I’ve written a lot about OEE before: is OEE a flawed metric, is 100% OEE a myth, and why many manufacturers are wasting time trying to measure it. My expertise on the subject recently attracted the attention of a COO of a major automotive parts manufacturer who wanted to discuss this in greater depth. Ultimately, we ended up covering OEE in the automotive industry applications in a pretty comprehensive fashion.
Below, I’ve highlighted some of the key points of our conversation, what he chose to anonymously share with me, and some additional insights into OEE for automotive parts manufacturers.
COO’s on OEE in the Automotive Industry
This was my first question to the COO. His answer didn’t surprise me. Yes, of course. OEE is rightfully an important metric for automotive parts manufacturers. Additionally, it can be argued that optimizing OEE offers more benefits to automotive parts manufacturers than most other niche manufacturers.
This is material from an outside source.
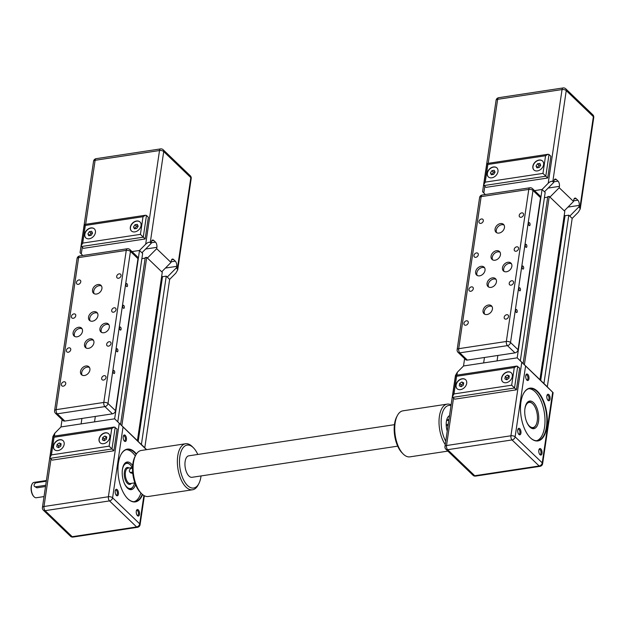 <?xml version="1.0" encoding="UTF-8"?>
<svg xmlns="http://www.w3.org/2000/svg" width="625" height="625" viewBox="0 0 625 625"><rect width="100%" height="100%" fill="white"/><g stroke="black" fill="none" stroke-linecap="round" stroke-linejoin="round"><path stroke-width="0.94" d="M112.437 413.836L95.328 416.43L94.531 421.859L81.109 423.891L81.914 418.461L64.805 421.055L57.273 413.82A3.102 2.297 133.8 0 1 55.523 413.344A3.102 3.102 0 0 1 54.602 410.648A3.102 1.445 8.4 0 1 56.164 409.656A3.102 1.508 81.4 0 0 57.273 413.82L104.906 406.602A3.102 1.508 -98.6 0 1 103.797 402.445A3.102 1.445 8.4 0 1 107.992 403.484A3.102 2.297 133.8 0 1 104.906 406.602L112.437 413.836A3.102 2.297 -46.2 0 0 115.523 410.719L107.992 403.484L130.445 251.422A3.102 1.445 -171.6 0 0 126.258 250.383A3.102 1.508 -98.6 0 1 127.297 248.758A3.102 3.102 0 0 1 129.914 249.586A3.102 2.297 133.8 0 1 130.445 251.422L137.977 258.656A3.102 2.297 -46.2 0 0 137.445 256.82L129.914 249.586M146.438 449.68L114.656 418.813L139.516 250.453L142.641 253.461L117.781 421.812L114.656 418.813L94.531 421.859L95.328 416.43L81.914 418.461L81.109 423.891L60.984 426.945L62.062 419.625M166.258 276.141L169.648 279.391L144.789 447.75L141.398 444.492L166.258 276.141L162.5 276.703L161.727 275.961M146.711 257.367L162.266 272.305L137.406 440.656L121.852 425.719L146.711 257.367L145.234 257.586L120.586 424.508M138.18 441.406L162.5 276.703M145.148 258.148L141.875 258.641M151.18 243.406L141.93 252.773L139.516 250.453L132 251.594L139.516 250.453L145.688 244.211C147.648 242.406 149.18 241.852 150.273 242.539L151.18 243.406L151.383 242.047A3.883 1.883 81.4 0 1 152.68 240.023A3.883 1.883 81.4 0 1 153.766 240.461L155.5 242.125L151.273 242.766M130.32 227.266A6.211 4.594 133.8 0 1 134.32 221.773A6.211 4.594 133.8 0 1 139.984 221.969A6.211 4.594 133.8 0 1 141.055 225.633A6.211 4.594 133.8 0 1 137.047 231.125A6.211 4.594 133.8 0 1 131.383 230.93A6.211 4.594 133.8 0 1 130.32 227.266M140.062 222.047A6.211 4.594 -46.2 0 0 134.414 221.945A6.211 4.594 -46.2 0 0 130.469 227.406A6.211 4.594 -46.2 0 0 131.461 231M84.695 234.172A6.211 4.594 133.8 0 1 88.703 228.68A6.211 4.594 133.8 0 1 94.367 228.883A6.211 4.594 133.8 0 1 95.43 232.547A6.211 4.594 133.8 0 1 91.43 238.039A6.211 4.594 133.8 0 1 85.766 237.836A6.211 4.594 133.8 0 1 84.695 234.172M94.438 228.953A6.211 4.594 -46.2 0 0 88.789 228.859A6.211 4.594 -46.2 0 0 84.852 234.32A6.211 4.594 -46.2 0 0 85.844 237.906M169.648 279.391L167.234 277.078L176.492 267.711L177.711 269.883L175.812 273.148L169.648 279.391M170.992 262.43L161.734 271.797L147.422 258.055L156.68 248.688L170.992 262.43L171.195 261.07A3.883 1.883 81.4 0 1 172.492 259.047A3.883 1.883 81.4 0 1 173.578 259.484L175.305 261.148L171.086 261.789M85.664 224.297L95.117 160.289A3.102 1.445 -171.6 0 0 93.547 161.281L80.055 252.688L82.789 255.5M146.469 215.453L148.352 217.266L145.148 238.984L83.422 248.336L81.539 246.523L143.266 237.18L146.469 215.453L145.508 215.234L143.023 216.711L140.422 234.359L145.148 238.984M142.258 253.086L142.367 252.328M165.43 268.062L176.688 266.352A3.883 1.883 81.4 0 0 175.305 261.148M145.617 249.031L156.883 247.328A3.883 1.883 81.4 0 0 155.5 242.125M156.883 247.328L156.68 248.688M162.062 272.109L162.18 271.352M176.688 266.352L176.492 267.711M140.422 234.359L82.727 243.102L85.328 225.445L84.406 224.492L145.508 215.234M82.727 243.102L81.297 245.547L81.539 246.523M89.352 231.641L91.68 231.289L92.539 233.148L91.078 235.367L88.75 235.719L87.891 233.859L89.352 231.641L90.859 233.094L89.531 235.602M87.891 233.859L89.398 235.305M92.406 232.859L90.859 233.094M133.516 226.945L134.977 224.734L137.297 224.383L138.164 226.242L136.695 228.453L134.375 228.805L133.516 226.945L135.156 228.688M138.023 225.945L136.484 226.18L135.016 228.391M134.977 224.734L136.484 226.18M132.648 465.625A13.969 6.773 81.4 0 0 131.016 463.617A13.969 6.773 81.4 0 0 127.117 462.023A13.969 6.773 81.4 0 0 122.195 472.969A13.969 6.773 81.4 0 0 127.406 488.055A13.969 6.773 81.4 0 0 131.297 489.641A13.969 6.773 81.4 0 0 135.516 484.562M120.859 454.766A26.383 12.789 -98.6 0 1 127.141 449.469A26.383 12.789 -98.6 0 1 134.492 452.469A26.383 12.789 -98.6 0 1 136.203 454.352M142.25 494.281A26.383 12.789 -98.6 0 1 135.039 501.633A26.383 12.789 -98.6 0 1 127.68 498.633A26.383 12.789 -98.6 0 1 127.477 498.43M134.086 501.703A26.383 12.789 81.4 0 0 140.922 492.992M135.312 455.969A26.383 12.789 81.4 0 0 132.617 452.75A26.383 12.789 81.4 0 0 126.211 449.68M136.453 453.961A26.687 12.945 81.4 0 0 134.805 452.156A26.687 12.945 81.4 0 0 120.93 454.625A26.687 12.945 81.4 0 0 127.586 498.547A26.687 12.945 81.4 0 0 127.906 498.859A26.687 12.945 81.4 0 0 142.602 494.578M136.43 510.641A2.516 1.219 -98.6 0 1 136.844 510.406A2.516 1.219 -98.6 0 1 137.547 510.687A2.516 1.219 -98.6 0 1 138.484 513.406A2.516 1.219 -98.6 0 1 137.594 515.375A2.516 1.219 -98.6 0 1 137.133 515.273M137.469 515.672A3.289 1.594 81.4 0 0 139.492 514.32A3.289 1.594 81.4 0 0 138.32 509.906A3.289 1.594 81.4 0 0 136.609 510.211A3.289 1.594 81.4 0 0 137.43 515.633A3.289 1.594 81.4 0 0 137.469 515.672M116.375 495.414A3.289 1.594 81.4 0 0 118.398 494.07A3.289 1.594 81.4 0 0 117.227 489.656A3.289 1.594 81.4 0 0 115.516 489.961A3.289 1.594 81.4 0 0 116.336 495.375A3.289 1.594 81.4 0 0 116.375 495.414M115.344 490.383A2.516 1.219 -98.6 0 1 115.75 490.148A2.516 1.219 -98.6 0 1 116.453 490.438A2.516 1.219 -98.6 0 1 117.391 493.148A2.516 1.219 -98.6 0 1 116.508 495.125A2.516 1.219 -98.6 0 1 116.047 495.023M123.359 436.078A2.516 1.219 -98.6 0 1 123.773 435.844A2.516 1.219 -98.6 0 1 124.477 436.125A2.516 1.219 -98.6 0 1 125.414 438.844A2.516 1.219 -98.6 0 1 124.523 440.812A2.516 1.219 -98.6 0 1 124.063 440.711M124.398 441.109A3.289 1.594 81.4 0 0 126.414 439.758A3.289 1.594 81.4 0 0 125.242 435.344A3.289 1.594 81.4 0 0 123.531 435.648A3.289 1.594 81.4 0 0 124.352 441.07A3.289 1.594 81.4 0 0 124.398 441.109M122.273 470.664A12.727 6.172 -98.6 0 1 129.906 464.547A12.727 6.172 -98.6 0 1 130.336 464.953A12.727 6.172 -98.6 0 1 132.211 467.531M134.539 482.875A12.727 6.172 -98.6 0 1 133.508 485.891A12.727 6.172 -98.6 0 1 127.172 487.32A12.727 6.172 -98.6 0 1 124.117 482.82M128.32 488.805A13.188 6.398 81.4 0 0 130.109 489.039A13.188 6.398 81.4 0 0 133.289 486.32A13.188 6.398 81.4 0 0 133.398 486.102M130.164 464.789A13.188 6.398 81.4 0 0 130 464.609A13.188 6.398 81.4 0 0 129.555 464.195A13.188 6.398 81.4 0 0 126.164 462.953A13.188 6.398 81.4 0 0 124.516 463.703M44.039 496.578L36.312 497.75A7.758 3.766 -98.6 0 1 34.148 496.867A7.758 3.766 -98.6 0 1 34.055 496.773A7.758 3.766 -98.6 0 1 32.117 484.008A7.758 3.766 -98.6 0 1 33.984 482.406L46.406 480.523M53.422 445.977A6.211 4.594 133.8 0 1 57.422 440.484A6.211 4.594 133.8 0 1 63.086 440.688A6.211 4.594 133.8 0 1 64.156 444.352A6.211 4.594 133.8 0 1 60.148 449.844A6.211 4.594 133.8 0 1 54.492 449.641A6.211 4.594 133.8 0 1 53.422 445.977M63.164 440.758A6.211 4.594 -46.2 0 0 57.516 440.664A6.211 4.594 -46.2 0 0 53.57 446.117A6.211 4.594 -46.2 0 0 54.562 449.711M99.039 439.062A6.211 4.594 133.8 0 1 103.047 433.57A6.211 4.594 133.8 0 1 108.711 433.773A6.211 4.594 133.8 0 1 109.773 437.437A6.211 4.594 133.8 0 1 105.773 442.93A6.211 4.594 133.8 0 1 100.109 442.727A6.211 4.594 133.8 0 1 99.039 439.062M108.781 433.852A6.211 4.594 -46.2 0 0 103.141 433.75A6.211 4.594 -46.2 0 0 99.195 439.211A6.211 4.594 -46.2 0 0 100.188 442.797M45.523 486.508L36.891 487.812L34.5 486.422A2.328 1.719 133.8 0 1 34.359 484.266A2.328 1.719 133.8 0 1 36.414 482.703L46.305 481.203M132.766 473.289L130.766 472.945L129.773 471.992A2.328 1.719 133.8 0 1 129.625 469.836A2.328 1.719 133.8 0 1 131.68 468.273L132.523 468.148M54.383 436.102L54.812 433.188L60.984 426.945L114.656 418.813L146.664 449.648M104.906 436.047L106.75 436.914L106.398 439.266L104.211 440.75L102.375 439.875L102.719 437.523L104.906 436.047L106.414 437.492L104.227 438.969L103.984 440.641M102.719 437.523L104.227 438.969M59.289 442.953L61.125 443.828L60.781 446.18L58.594 447.656L56.75 446.789L57.102 444.438L59.289 442.953L60.797 444.398L58.609 445.883L58.359 447.547M57.102 444.438L58.609 445.883M54.055 437.25L111.75 428.516L109.141 446.164L51.445 454.898L54.055 437.25L53.133 436.289L114.234 427.039L117.078 429.063L113.867 450.789L52.148 460.133L50.266 458.328L111.984 448.977L115.195 427.258M51.445 454.898L50.023 457.352L50.266 458.328M111.75 428.516L114.234 427.039M109.141 446.164L113.867 450.789M132.656 472.109L131.078 472.352A2.328 1.719 133.8 0 1 129.773 471.992M45.703 485.281L35.812 486.781A2.328 1.719 133.8 0 1 34.5 486.422M32.008 484.227A7.297 3.539 81.4 0 0 31.898 484.43A7.297 3.539 81.4 0 0 33.719 496.438A7.297 3.539 81.4 0 0 33.805 496.523M54.812 433.188L52.914 436.453L42.422 507.492A3.102 1.445 8.4 0 1 43.992 506.5L51 459.031M82.492 331.336A5.43 4.016 133.8 0 1 78.984 336.148A5.43 4.016 133.8 0 1 74.031 335.969A5.43 4.016 133.8 0 1 73.094 332.766A5.43 4.016 133.8 0 1 76.602 327.953A5.43 4.016 133.8 0 1 81.555 328.133A5.43 4.016 133.8 0 1 82.492 331.336M82.078 328.797A5.43 4.016 -46.2 0 0 77.328 329.398A5.43 4.016 -46.2 0 0 74.305 333.922A5.43 4.016 -46.2 0 0 74.719 336.461M89.891 370.039A5.43 4.016 133.8 0 1 86.391 374.844A5.43 4.016 133.8 0 1 81.438 374.664A5.43 4.016 133.8 0 1 80.5 371.461A5.43 4.016 133.8 0 1 84 366.656A5.43 4.016 133.8 0 1 88.961 366.836A5.43 4.016 133.8 0 1 89.891 370.039M89.477 367.5A5.43 4.016 -46.2 0 0 84.734 368.102A5.43 4.016 -46.2 0 0 81.703 372.617A5.43 4.016 -46.2 0 0 82.117 375.156M93.906 342.883A5.43 4.016 133.8 0 1 90.398 347.688A5.43 4.016 133.8 0 1 85.445 347.516A5.43 4.016 133.8 0 1 84.508 344.305A5.43 4.016 133.8 0 1 88.016 339.5A5.43 4.016 133.8 0 1 92.969 339.68A5.43 4.016 133.8 0 1 93.906 342.883M93.492 340.344A5.43 4.016 -46.2 0 0 88.742 340.945A5.43 4.016 -46.2 0 0 85.719 345.461A5.43 4.016 -46.2 0 0 86.133 348.008M109.328 327.273A5.43 4.016 133.8 0 1 105.82 332.078A5.43 4.016 133.8 0 1 100.867 331.906A5.43 4.016 133.8 0 1 99.93 328.695A5.43 4.016 133.8 0 1 103.438 323.891A5.43 4.016 133.8 0 1 108.391 324.07A5.43 4.016 133.8 0 1 109.328 327.273M108.914 324.734A5.43 4.016 -46.2 0 0 104.164 325.336A5.43 4.016 -46.2 0 0 101.141 329.852A5.43 4.016 -46.2 0 0 101.555 332.398M101.922 288.578A5.43 4.016 133.8 0 1 98.422 293.383A5.43 4.016 133.8 0 1 93.461 293.203A5.43 4.016 133.8 0 1 92.531 290A5.43 4.016 133.8 0 1 96.031 285.195A5.43 4.016 133.8 0 1 100.984 285.367A5.43 4.016 133.8 0 1 101.922 288.578M101.508 286.031A5.43 4.016 -46.2 0 0 96.766 286.633A5.43 4.016 -46.2 0 0 93.734 291.156A5.43 4.016 -46.2 0 0 94.148 293.695M97.914 315.727A5.43 4.016 133.8 0 1 94.406 320.539A5.43 4.016 133.8 0 1 89.453 320.359A5.43 4.016 133.8 0 1 88.523 317.156A5.43 4.016 133.8 0 1 92.023 312.344A5.43 4.016 133.8 0 1 96.977 312.523A5.43 4.016 133.8 0 1 97.914 315.727M97.5 313.188A5.43 4.016 -46.2 0 0 92.758 313.789A5.43 4.016 -46.2 0 0 89.727 318.312A5.43 4.016 -46.2 0 0 90.141 320.852M116.68 276.383A2.516 1.859 133.8 0 1 118.305 274.156A2.516 1.859 133.8 0 1 120.602 274.242A2.516 1.859 133.8 0 1 121.031 275.727A2.516 1.859 133.8 0 1 119.406 277.953A2.516 1.859 133.8 0 1 117.117 277.867A2.516 1.859 133.8 0 1 116.68 276.383M111.672 310.328A2.516 1.859 133.8 0 1 113.289 308.102A2.516 1.859 133.8 0 1 115.586 308.188A2.516 1.859 133.8 0 1 116.016 309.672A2.516 1.859 133.8 0 1 114.398 311.898A2.516 1.859 133.8 0 1 112.102 311.812A2.516 1.859 133.8 0 1 111.672 310.328M76.43 282.484A2.516 1.859 133.8 0 1 78.047 280.258A2.516 1.859 133.8 0 1 80.344 280.336A2.516 1.859 133.8 0 1 80.781 281.82A2.516 1.859 133.8 0 1 79.156 284.047A2.516 1.859 133.8 0 1 76.859 283.969A2.516 1.859 133.8 0 1 76.43 282.484M71.414 316.422A2.516 1.859 133.8 0 1 73.039 314.203A2.516 1.859 133.8 0 1 75.336 314.281A2.516 1.859 133.8 0 1 75.766 315.766A2.516 1.859 133.8 0 1 74.141 317.992A2.516 1.859 133.8 0 1 71.852 317.906A2.516 1.859 133.8 0 1 71.414 316.422M106.656 344.273A2.516 1.859 133.8 0 1 108.281 342.047A2.516 1.859 133.8 0 1 110.578 342.125A2.516 1.859 133.8 0 1 111.008 343.609A2.516 1.859 133.8 0 1 109.383 345.836A2.516 1.859 133.8 0 1 107.086 345.758A2.516 1.859 133.8 0 1 106.656 344.273M101.648 378.211A2.516 1.859 133.8 0 1 103.266 375.984A2.516 1.859 133.8 0 1 105.562 376.07A2.516 1.859 133.8 0 1 105.992 377.555A2.516 1.859 133.8 0 1 104.375 379.781A2.516 1.859 133.8 0 1 102.078 379.695A2.516 1.859 133.8 0 1 101.648 378.211M66.406 350.367A2.516 1.859 133.8 0 1 68.023 348.141A2.516 1.859 133.8 0 1 70.32 348.227A2.516 1.859 133.8 0 1 70.75 349.711A2.516 1.859 133.8 0 1 69.133 351.938A2.516 1.859 133.8 0 1 66.836 351.852A2.516 1.859 133.8 0 1 66.406 350.367M61.391 384.312A2.516 1.859 133.8 0 1 63.016 382.086A2.516 1.859 133.8 0 1 65.305 382.164A2.516 1.859 133.8 0 1 65.742 383.648A2.516 1.859 133.8 0 1 64.117 385.875A2.516 1.859 133.8 0 1 61.82 385.797A2.516 1.859 133.8 0 1 61.391 384.312M126.969 283.727A1.562 0.758 -98.6 0 1 127.547 285.406A1.562 0.758 -98.6 0 1 127 286.633A1.562 0.758 -98.6 0 1 126.562 286.453A1.562 0.758 -98.6 0 1 125.977 284.773A1.562 0.758 -98.6 0 1 126.531 283.547A1.562 0.758 -98.6 0 1 126.969 283.727M123.758 305.445A1.562 0.758 -98.6 0 1 124.344 307.133A1.562 0.758 -98.6 0 1 123.789 308.359A1.562 0.758 -98.6 0 1 123.352 308.18A1.562 0.758 -98.6 0 1 122.773 306.492A1.562 0.758 -98.6 0 1 123.32 305.266A1.562 0.758 -98.6 0 1 123.758 305.445M120.547 327.172A1.562 0.758 -98.6 0 1 121.133 328.859A1.562 0.758 -98.6 0 1 120.578 330.078A1.562 0.758 -98.6 0 1 120.148 329.906A1.562 0.758 -98.6 0 1 119.562 328.219A1.562 0.758 -98.6 0 1 120.117 326.992A1.562 0.758 -98.6 0 1 120.547 327.172M117.344 348.891A1.562 0.758 -98.6 0 1 117.922 350.578A1.562 0.758 -98.6 0 1 117.375 351.805A1.562 0.758 -98.6 0 1 116.938 351.625A1.562 0.758 -98.6 0 1 116.359 349.938A1.562 0.758 -98.6 0 1 116.906 348.719A1.562 0.758 -98.6 0 1 117.344 348.891M114.133 370.617A1.562 0.758 -98.6 0 1 114.719 372.305A1.562 0.758 -98.6 0 1 114.164 373.531A1.562 0.758 -98.6 0 1 113.734 373.352A1.562 0.758 -98.6 0 1 113.148 371.664A1.562 0.758 -98.6 0 1 113.695 370.438A1.562 0.758 -98.6 0 1 114.133 370.617M55.523 413.344L63.055 420.578A3.102 2.297 -46.2 0 0 64.805 421.055M137.977 258.656L115.523 410.719M514.977 352.867L497.867 355.461L497.062 360.891L483.648 362.922L484.453 357.492L467.344 360.086L459.812 352.852A3.102 2.297 133.8 0 1 458.063 352.375A3.102 3.102 0 0 1 457.141 349.68A3.102 1.445 8.4 0 1 458.703 348.688A3.102 1.508 81.4 0 0 459.812 352.852L507.445 345.633A3.102 1.508 -98.6 0 1 506.336 341.477A3.102 1.445 8.4 0 1 510.531 342.516A3.102 2.297 133.8 0 1 507.445 345.633L514.977 352.867A3.102 2.297 -46.2 0 0 518.062 349.75L510.531 342.516L532.984 190.453A3.102 1.445 -171.6 0 0 528.789 189.414A3.102 1.508 -98.6 0 1 529.836 187.789A3.102 3.102 0 0 1 532.445 188.617A3.102 2.297 133.8 0 1 532.984 190.453L540.516 197.688A3.102 2.297 -46.2 0 0 539.984 195.852L532.445 188.617M456.922 375.133L457.352 372.219L463.523 365.977L517.195 357.844L547.32 386.781L572.18 218.422L568.797 215.172L543.93 383.523L553.117 392.672L517.195 357.844L542.055 189.484L545.18 192.492L520.32 360.844L517.195 357.844L497.062 360.891L497.867 355.461L484.453 357.492L483.648 362.922L463.523 365.977L464.602 358.656M549.25 196.398L564.805 211.336L539.938 379.688L524.383 364.75L549.25 196.398L547.773 196.617L523.125 363.539M568.797 215.172L565.039 215.734L564.258 214.992M540.719 380.438L565.039 215.734M547.688 197.18L544.414 197.672M553.719 182.438L544.461 191.805L542.055 189.484L534.539 190.625L542.055 189.484L548.219 183.242C550.18 181.438 551.711 180.883 552.812 181.57L553.719 182.438L553.922 181.078A3.883 1.883 81.4 0 1 555.219 179.055A3.883 1.883 81.4 0 1 556.305 179.492L558.031 181.156L553.812 181.797M532.859 166.297A6.211 4.594 133.8 0 1 536.859 160.805A6.211 4.594 133.8 0 1 542.523 161A6.211 4.594 133.8 0 1 543.594 164.664A6.211 4.594 133.8 0 1 539.586 170.156A6.211 4.594 133.8 0 1 533.922 169.961A6.211 4.594 133.8 0 1 532.859 166.297M542.594 161.078A6.211 4.594 -46.2 0 0 536.953 160.977A6.211 4.594 -46.2 0 0 533.008 166.438A6.211 4.594 -46.2 0 0 534 170.031M487.234 173.203A6.211 4.594 133.8 0 1 491.242 167.711A6.211 4.594 133.8 0 1 496.898 167.914A6.211 4.594 133.8 0 1 497.969 171.578A6.211 4.594 133.8 0 1 493.969 177.07A6.211 4.594 133.8 0 1 488.305 176.867A6.211 4.594 133.8 0 1 487.234 173.203M496.977 167.984A6.211 4.594 -46.2 0 0 491.328 167.891A6.211 4.594 -46.2 0 0 487.383 173.352A6.211 4.594 -46.2 0 0 488.383 176.938M572.18 218.422L569.773 216.109L579.023 206.742L580.25 208.914L578.352 212.18L572.18 218.422M573.531 201.461L564.273 210.828L549.961 197.086L559.219 187.719L573.531 201.461L573.727 200.102A3.883 1.883 81.4 0 1 575.031 198.078A3.883 1.883 81.4 0 1 576.109 198.516L577.844 200.18L573.625 200.82M488.195 163.328L497.648 99.32A3.102 1.445 -171.6 0 0 496.086 100.312L482.586 191.719L485.328 194.531M549.008 154.484L550.891 156.297L547.68 178.016L485.961 187.367L484.078 185.555L545.797 176.211L549.008 154.484L548.047 154.266L545.562 155.742L542.961 173.391L547.68 178.016M544.789 192.117L544.906 191.359M567.969 207.094L579.227 205.383A3.883 1.883 81.4 0 0 577.844 200.18M548.156 188.062L559.414 186.359A3.883 1.883 81.4 0 0 558.031 181.156M559.414 186.359L559.219 187.719M564.602 211.141L564.719 210.383M579.227 205.383L579.023 206.742M542.961 173.391L485.258 182.133L487.867 164.477L486.945 163.523L548.047 154.266M485.258 182.133L483.836 184.578L484.078 185.555M491.891 170.672L494.219 170.32L495.078 172.18L493.617 174.398L491.289 174.75L490.43 172.891L491.891 170.672L493.398 172.125L492.07 174.633M490.43 172.891L491.937 174.336M494.938 171.891L493.398 172.125M536.047 165.977L537.516 163.766L539.836 163.414L540.695 165.273L539.234 167.484L536.914 167.836L536.047 165.977L537.695 167.719M540.562 164.977L539.016 165.211L537.555 167.422M537.516 163.766L539.016 165.211M529.945 427.086A13.969 6.773 81.4 0 0 533.836 428.672A13.969 6.773 81.4 0 0 538.758 417.727A13.969 6.773 81.4 0 0 533.547 402.648A13.969 6.773 81.4 0 0 529.656 401.055A13.969 6.773 81.4 0 0 524.734 412A13.969 6.773 81.4 0 0 529.945 427.086M523.398 393.797A26.383 12.789 -98.6 0 1 529.672 388.5A26.383 12.789 -98.6 0 1 537.031 391.5A26.383 12.789 -98.6 0 1 546.875 419.984A26.383 12.789 -98.6 0 1 537.578 440.664A26.383 12.789 -98.6 0 1 530.219 437.664A26.383 12.789 -98.6 0 1 530.008 437.461M536.625 440.734A26.383 12.789 81.4 0 0 544.977 419.312A26.383 12.789 81.4 0 0 535.156 391.781A26.383 12.789 81.4 0 0 528.742 388.711M530.445 437.891A26.687 12.945 81.4 0 0 546.852 426.984A26.687 12.945 81.4 0 0 537.344 391.188A26.687 12.945 81.4 0 0 523.469 393.656A26.687 12.945 81.4 0 0 530.125 437.578A26.687 12.945 81.4 0 0 530.445 437.891M546.992 395.359A2.516 1.219 -98.6 0 1 547.398 395.125A2.516 1.219 -98.6 0 1 548.102 395.414A2.516 1.219 -98.6 0 1 549.039 398.133A2.516 1.219 -98.6 0 1 548.156 400.102A2.516 1.219 -98.6 0 1 547.695 400M548.023 400.391A3.289 1.594 81.4 0 0 550.047 399.047A3.289 1.594 81.4 0 0 548.875 394.633A3.289 1.594 81.4 0 0 547.164 394.938A3.289 1.594 81.4 0 0 547.984 400.352A3.289 1.594 81.4 0 0 548.023 400.391M538.969 449.672A2.516 1.219 -98.6 0 1 539.383 449.438A2.516 1.219 -98.6 0 1 540.086 449.719A2.516 1.219 -98.6 0 1 541.023 452.438A2.516 1.219 -98.6 0 1 540.133 454.406A2.516 1.219 -98.6 0 1 539.672 454.305M540 454.703A3.289 1.594 81.4 0 0 542.023 453.352A3.289 1.594 81.4 0 0 540.852 448.938A3.289 1.594 81.4 0 0 539.141 449.242A3.289 1.594 81.4 0 0 539.961 454.664A3.289 1.594 81.4 0 0 540 454.703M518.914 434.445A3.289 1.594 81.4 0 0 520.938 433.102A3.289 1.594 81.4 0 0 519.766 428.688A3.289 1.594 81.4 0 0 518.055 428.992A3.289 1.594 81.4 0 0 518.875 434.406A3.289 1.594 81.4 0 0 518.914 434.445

I wanted him to share his thoughts on why OEE was critical to his business and some problems he’d recently solved related to the metric. His primary focus in describing this to me was to highlight just how critical measuring and understanding performance and uptime were to his plant floor.
He claimed that automotive parts manufacturers have some of the tightest delivery dates in the industry. This coupled with the fact that they have to profit off of very thin margins, makes it a perfect storm for being blindsided by loss or waste. He said it is one of the biggest daily risks to their business, and one that is extremely profitable when improved, and devastatingly costly when inconsistent.
Optimizing Performance and Uptime
Uptime is critical to ensuring that delivery is on time to your customers, but not only that, it’s essential for ensuring that you produce at a cost that is consistent with forecasts and projections. The big hits come when you find out about performance issues after it’s too late to fix them.
This COO went on to say that they were often finding that costs were inconsistent over time. When they explored why this was, they found out that they were getting behind so they had to run additional shifts to fulfill the orders on time.
They discovered this issue was directly correlated to uptime. They didn’t know when certain machines weren’t running and this was leading to inconsistencies in how they planned out the plant. They thought it was always running one way, when in reality it ran differently almost every day.
He claimed that once they were able to see when machines went up and down in real-time they could better account for how that may affect operations, logistics, and more. He said some issues were preventable and others weren’t, but that ultimately understanding the problem allowed them to be a smarter business.
These insights gave them an easy start to fixing the problem. Once you know why something is inconsistent, you can solve the problem. The COO admitted that this was often the hardest part.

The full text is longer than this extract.